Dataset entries
'''
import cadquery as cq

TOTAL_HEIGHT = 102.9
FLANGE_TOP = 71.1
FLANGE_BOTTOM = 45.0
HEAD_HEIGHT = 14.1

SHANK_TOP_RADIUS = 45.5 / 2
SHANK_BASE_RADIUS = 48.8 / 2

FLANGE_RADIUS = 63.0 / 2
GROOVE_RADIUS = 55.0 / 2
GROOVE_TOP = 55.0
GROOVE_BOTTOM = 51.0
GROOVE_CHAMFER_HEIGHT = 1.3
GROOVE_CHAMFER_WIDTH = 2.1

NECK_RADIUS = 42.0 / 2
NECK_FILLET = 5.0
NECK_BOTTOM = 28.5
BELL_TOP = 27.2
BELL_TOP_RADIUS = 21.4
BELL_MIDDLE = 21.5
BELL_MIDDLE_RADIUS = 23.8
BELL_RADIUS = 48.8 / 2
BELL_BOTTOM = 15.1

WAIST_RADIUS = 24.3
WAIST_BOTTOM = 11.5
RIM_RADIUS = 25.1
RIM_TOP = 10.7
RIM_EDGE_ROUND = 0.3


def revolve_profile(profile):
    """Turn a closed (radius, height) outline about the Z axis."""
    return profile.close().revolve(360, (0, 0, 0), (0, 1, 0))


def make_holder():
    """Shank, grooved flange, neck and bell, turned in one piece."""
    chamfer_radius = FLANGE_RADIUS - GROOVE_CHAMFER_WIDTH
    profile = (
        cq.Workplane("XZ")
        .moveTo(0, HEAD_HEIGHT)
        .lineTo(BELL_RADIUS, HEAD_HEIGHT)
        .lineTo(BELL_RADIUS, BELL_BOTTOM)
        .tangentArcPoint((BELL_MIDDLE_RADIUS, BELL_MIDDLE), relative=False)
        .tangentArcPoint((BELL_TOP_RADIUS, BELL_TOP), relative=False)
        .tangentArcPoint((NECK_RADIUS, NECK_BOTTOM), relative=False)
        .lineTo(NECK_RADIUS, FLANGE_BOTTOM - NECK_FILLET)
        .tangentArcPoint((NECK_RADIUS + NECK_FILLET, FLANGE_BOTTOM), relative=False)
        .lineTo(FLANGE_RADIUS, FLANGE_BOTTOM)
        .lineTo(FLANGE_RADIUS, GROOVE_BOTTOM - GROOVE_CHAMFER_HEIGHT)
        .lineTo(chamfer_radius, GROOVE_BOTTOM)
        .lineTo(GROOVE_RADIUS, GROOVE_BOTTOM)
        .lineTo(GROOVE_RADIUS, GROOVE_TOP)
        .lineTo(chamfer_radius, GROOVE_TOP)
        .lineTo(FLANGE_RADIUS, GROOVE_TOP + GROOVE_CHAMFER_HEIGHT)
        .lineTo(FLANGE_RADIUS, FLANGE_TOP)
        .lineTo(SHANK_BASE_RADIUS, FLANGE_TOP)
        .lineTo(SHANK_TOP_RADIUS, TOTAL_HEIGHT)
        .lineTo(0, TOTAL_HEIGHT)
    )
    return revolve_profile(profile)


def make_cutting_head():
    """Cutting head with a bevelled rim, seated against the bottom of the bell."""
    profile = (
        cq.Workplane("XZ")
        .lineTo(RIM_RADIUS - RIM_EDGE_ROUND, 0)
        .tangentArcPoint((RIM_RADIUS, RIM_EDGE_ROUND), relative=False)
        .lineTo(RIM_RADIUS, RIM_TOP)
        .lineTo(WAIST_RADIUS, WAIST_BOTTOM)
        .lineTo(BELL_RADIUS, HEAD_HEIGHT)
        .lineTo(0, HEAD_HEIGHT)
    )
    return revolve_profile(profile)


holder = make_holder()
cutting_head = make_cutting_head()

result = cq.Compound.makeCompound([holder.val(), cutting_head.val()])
'''
§ **WHAT IS BEING ASKED**: Please return exactly the lines from the opening line of the data above through the line with "grooved flange, neck", both included and nothing else.

§ **RESULT**:
import cadquery as cq

TOTAL_HEIGHT = 102.9
FLANGE_TOP = 71.1
FLANGE_BOTTOM = 45.0
HEAD_HEIGHT = 14.1

SHANK_TOP_RADIUS = 45.5 / 2
SHANK_BASE_RADIUS = 48.8 / 2

FLANGE_RADIUS = 63.0 / 2
GROOVE_RADIUS = 55.0 / 2
GROOVE_TOP = 55.0
GROOVE_BOTTOM = 51.0
GROOVE_CHAMFER_HEIGHT = 1.3
GROOVE_CHAMFER_WIDTH = 2.1

NECK_RADIUS = 42.0 / 2
NECK_FILLET = 5.0
NECK_BOTTOM = 28.5
BELL_TOP = 27.2
BELL_TOP_RADIUS = 21.4
BELL_MIDDLE = 21.5
BELL_MIDDLE_RADIUS = 23.8
BELL_RADIUS = 48.8 / 2
BELL_BOTTOM = 15.1

WAIST_RADIUS = 24.3
WAIST_BOTTOM = 11.5
RIM_RADIUS = 25.1
RIM_TOP = 10.7
RIM_EDGE_ROUND = 0.3


def revolve_profile(profile):
    """Turn a closed (radius, height) outline about the Z axis."""
    return profile.close().revolve(360, (0, 0, 0), (0, 1, 0))


def make_holder():
    """Shank, grooved flange, neck and bell, turned in one piece."""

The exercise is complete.